While in status UNSTABLE, the Network Manager will enable verbose logging (to /var/log/dis_networkmgr.log) to make sure that no internal events are lost.

1.2. Notification Interface

When the Network Manager invokes the specified script or executable, it hands over a number of parameters by setting environment variables. The content of these variables can be evaluated by the script or executable. The following variables are set:

DIS_FABRIC

The number of the fabric for which this notification is generated. Can be 0, 1 or 2.

DIS_STATE

The new state of the fabric. Can be either UP, REDUCED, DEGRADED, FAILED or UNSTABLE.

DIS_OLDSTATE

The previous state of the fabric. Can be either UP, REDUCED, DEGRADED, FAILED or UNSTABLE.

DIS_ALERT_TARGET

This variable contains the target address for the notification. This target address is provided by the user when the notification is enabled (see below), and the user needs to make sure that the content of this variable is useful for the chosen alert script. I.e., if the alert script should send an email, the content of this variable needs to be an email address.

DIS_ALERT_VERSION

The version number of this interface (currently 1). It will be increased if incompatible changes to the interface need to be introduced, which could be a change in the possible content of an existing environment variable, or the removal of an environment variable.
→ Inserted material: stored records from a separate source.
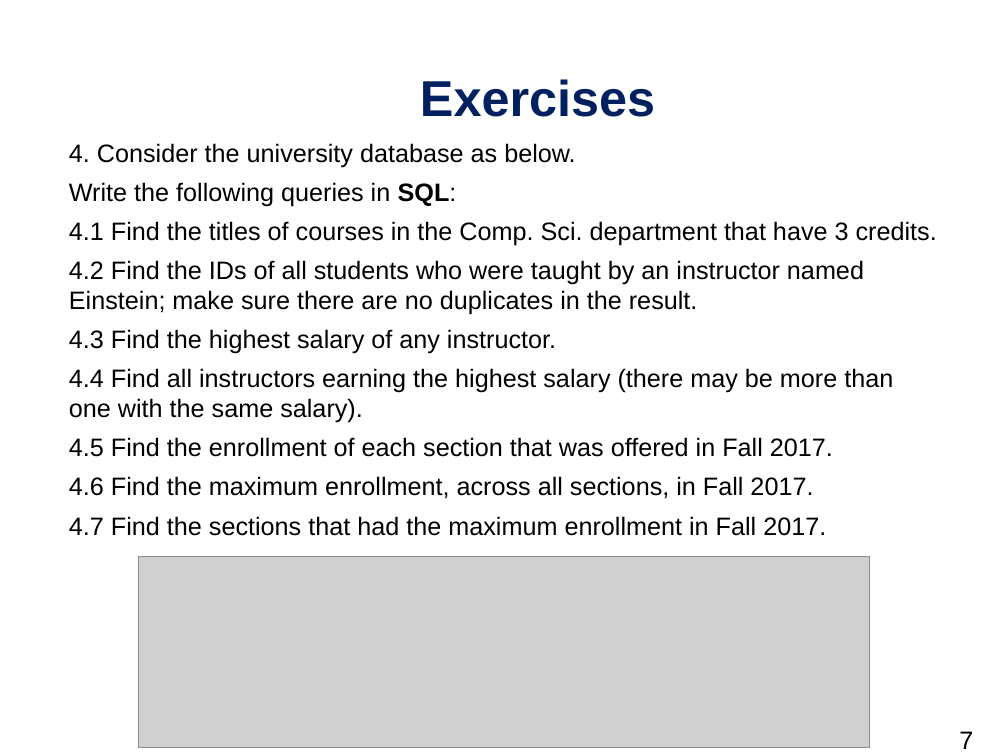
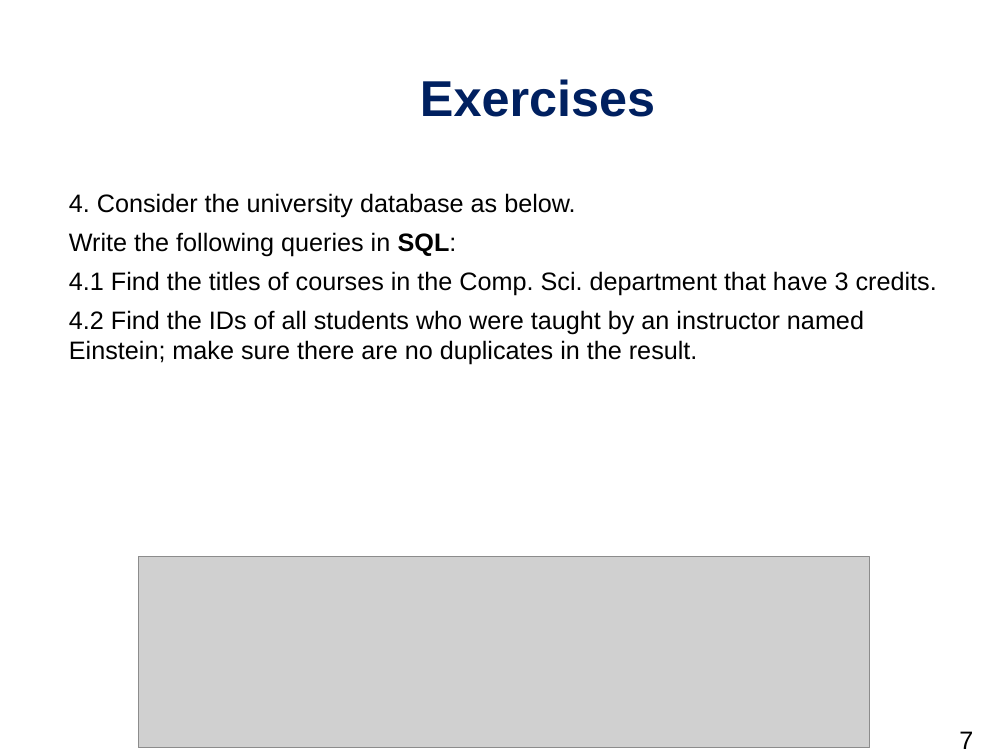
Before and after one commit to daichou03/DBS-slide-tut-25, a slide deck: slide 7 of week_1/week_1.pptx. Drawn at 1008x756 pixels with LibreOffice and Linux fonts; fonts in the diff are those of the drawing; grey boxes stand for pictures; background and template pictures are left out. Boxes give left, top, right and bottom in pixels: in the first picture for what was removed or moved away, otherwise in the second. Text is boxed around its words. In the diff, an @@ line names an element or a change of style, - is before the commit and + after.

```diff
--- a/week_1/week_1.pptx
+++ b/week_1/week_1.pptx
@@ text "4. Consider the university database ...": place and size @@
-text "4. Consider the university database ..." at [69, 143, 937, 536]
+text "4. Consider the university database ..." at [69, 193, 937, 365]
@@ text at [69, 329, 893, 536]: paragraphs removed @@
-4.3 Find the highest salary of any instructor.
-4.4 Find all instructors earning the highest salary (there may be more than one with the same salary).
-4.5 Find the enrollment of each section that was offered in Fall 2017.
-4.6 Find the maximum enrollment, across all sections, in Fall 2017.
-4.7 Find the sections that had the maximum enrollment in Fall 2017.
```
Also in this commit, not shown: 1 other slide changed.

This is unlikely and does not necessarily make an alert script fail, but a script that relies on this interface in a way where this matters needs to verify the content of this variable.
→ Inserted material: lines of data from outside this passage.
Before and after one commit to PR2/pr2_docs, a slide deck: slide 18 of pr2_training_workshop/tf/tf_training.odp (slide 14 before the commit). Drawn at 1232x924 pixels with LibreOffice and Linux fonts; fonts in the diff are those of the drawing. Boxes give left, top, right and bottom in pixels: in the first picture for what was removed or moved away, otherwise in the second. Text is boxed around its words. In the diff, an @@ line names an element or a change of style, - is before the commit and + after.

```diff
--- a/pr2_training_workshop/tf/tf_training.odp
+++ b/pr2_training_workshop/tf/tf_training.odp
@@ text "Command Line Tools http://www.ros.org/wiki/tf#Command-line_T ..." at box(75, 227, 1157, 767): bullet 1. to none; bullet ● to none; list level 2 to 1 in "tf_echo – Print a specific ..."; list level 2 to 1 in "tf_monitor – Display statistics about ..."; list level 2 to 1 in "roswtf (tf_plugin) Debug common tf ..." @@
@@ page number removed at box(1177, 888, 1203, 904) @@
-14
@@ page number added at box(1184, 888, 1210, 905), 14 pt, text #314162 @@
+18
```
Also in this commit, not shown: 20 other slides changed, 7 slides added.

1.3. Setting Up and Controlling Notification

1.3.1. Configure Notification via the dis_netconfig

Notification on interconnect status changes is done via the dis_netconfig. In the Cluster Edit dialog, tick the check box above Alert target as shown in the screen shot below.

Then enter the alert target and choose the alert script by pressing the button and selecting the script in the file dialog. Dolphin provides an alert script /opt/DIS/etc/dis/alert.sh (for the default installation path) which sends out an email to the specified alert target. Any other executable can be specified here. Please consider that this script will be executed in the context of the user running the Network Manager (typically root), so path settings and permissions should be managed accordingly.
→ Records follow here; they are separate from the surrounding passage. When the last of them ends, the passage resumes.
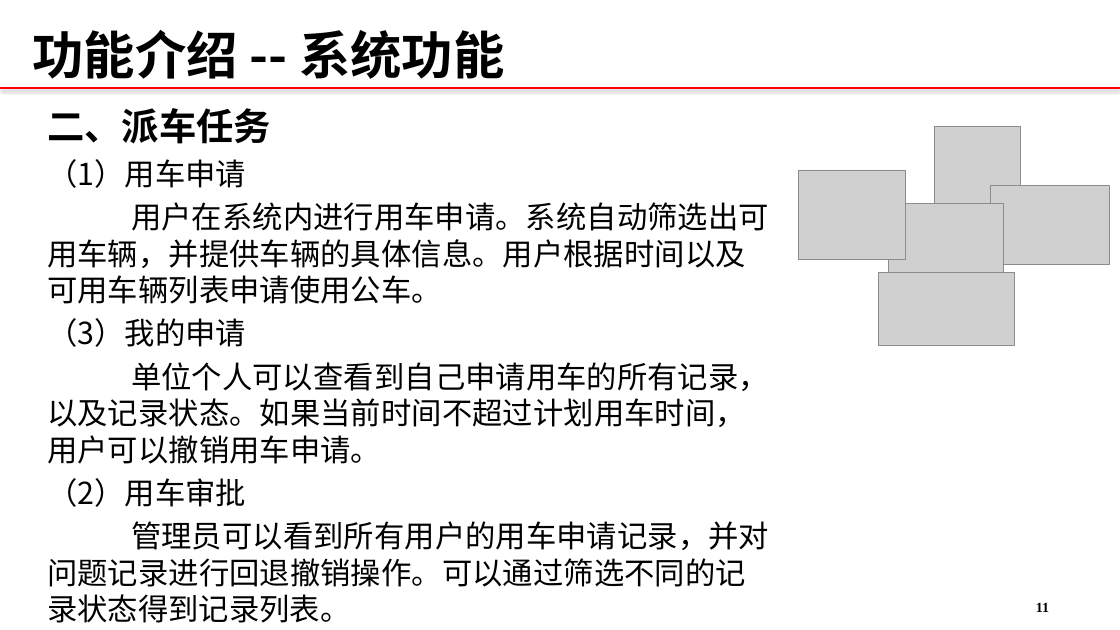
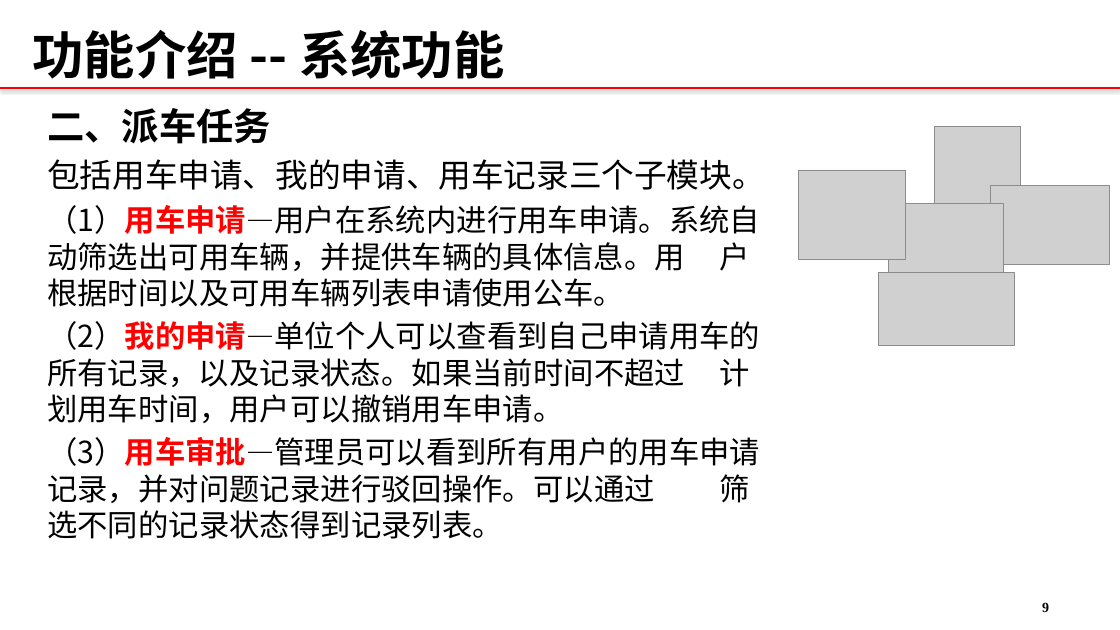
Before and after one commit to 12301068JiangDongyu/Uplan, a slide deck: slide 10 of doc/联通公务车管理系统.pptx (slide 12 before the commit). Drawn at 1120x630 pixels with LibreOffice and Linux fonts; fonts in the diff are those of the drawing; grey boxes stand for pictures; background and template pictures are left out. Boxes give left, top, right and bottom in pixels: in the first picture for what was removed or moved away, otherwise in the second. Text is boxed around its words. In the diff, an @@ line names an element or a change of style, - is before the commit and + after.

```diff
--- a/doc/联通公务车管理系统.pptx
+++ b/doc/联通公务车管理系统.pptx
@@ text at [47, 159, 765, 539]: text changed @@
-（1）用车申请
-用户在系统内进行用车申请。系统自动筛选出可用车辆，并提供车辆的具体信息。用户根据时间以及可用车辆列表申请使用公车。
-（3）我的申请
-单位个人可以查看到自己申请用车的所有记录，以及记录状态。如果当前时间不超过计划用车时间，用户可以撤销用车申请。
-（2）用车审批
-管理员可以看到所有用户的用车申请记录，并对问题记录进行回退撤销操作。可以通过筛选不同的记录状态得到记录列表。
+包括用车申请、我的申请、用车记录三个子模块。
+（1）用车申请—用户在系统内进行用车申请。系统自 动筛选出可用车辆，并提供车辆的具体信息。用 户根据时间以及可用车辆列表申请使用公车。
+（2）我的申请—单位个人可以查看到自己申请用车的 所有记录，以及记录状态。如果当前时间不超过 计划用车时间，用户可以撤销用车申请。
+（3）用车审批—管理员可以看到所有用户的用车申请 记录，并对问题记录进行驳回操作。可以通过 筛选不同的记录状态得到记录列表。
@@ page number at [1042, 603, 1049, 612]: text changed @@
-11
+9
```
Also in this commit, not shown: 5 other slides changed, 1 slide removed, 7 other files.

To make the changes done in this dialog effective, you need to save the configuration files (to /etc/dis on the Cluster Management Node) and then restart the Network Manager:

# service dis_networkmgr restart

1.3.2. Configure Notification Manually

If the dis_netconfig can not be used, it is also possible to configure the notification by editing /etc/dis/networkmanager.conf. Notification is controlled by two options in this file:

-alert_script <file>

This parameter specifies the alert script <file> to be executed.

-alert_target <target>

This parameter specifies the alert target <target> which is passed to the chosen alert script.

To disable notification, these lines can be commented out (prefix them with a #).

After the file has been edited, the Network Manager needs to be restarted to make the changes effective:

# service dis_networkmgr restart

1.3.3. Verifying Notification

To verify that notification is actually working, you should provoke a interconnect status change manually. This can easily be done from dis_diag by disabling any link via the Node Settings dialog of any Cluster Node.

1.3.4. Disabling and Enabling Notification Temporarily

Once the notification has been configured, it can be controlled via dis_diag. This is useful if the alerts should be stopped for some time. To disable alerts, open the Cluster Settings dialog and switch the setting next to Alert script as needed.

This is a per-session setting and will be lost if the Network Manager is restarted.

Warning

Make sure that the messages are enabled again before you quit dis_diag. Otherwise, interconnect status changes will not be notified until the Network Manager is restarted.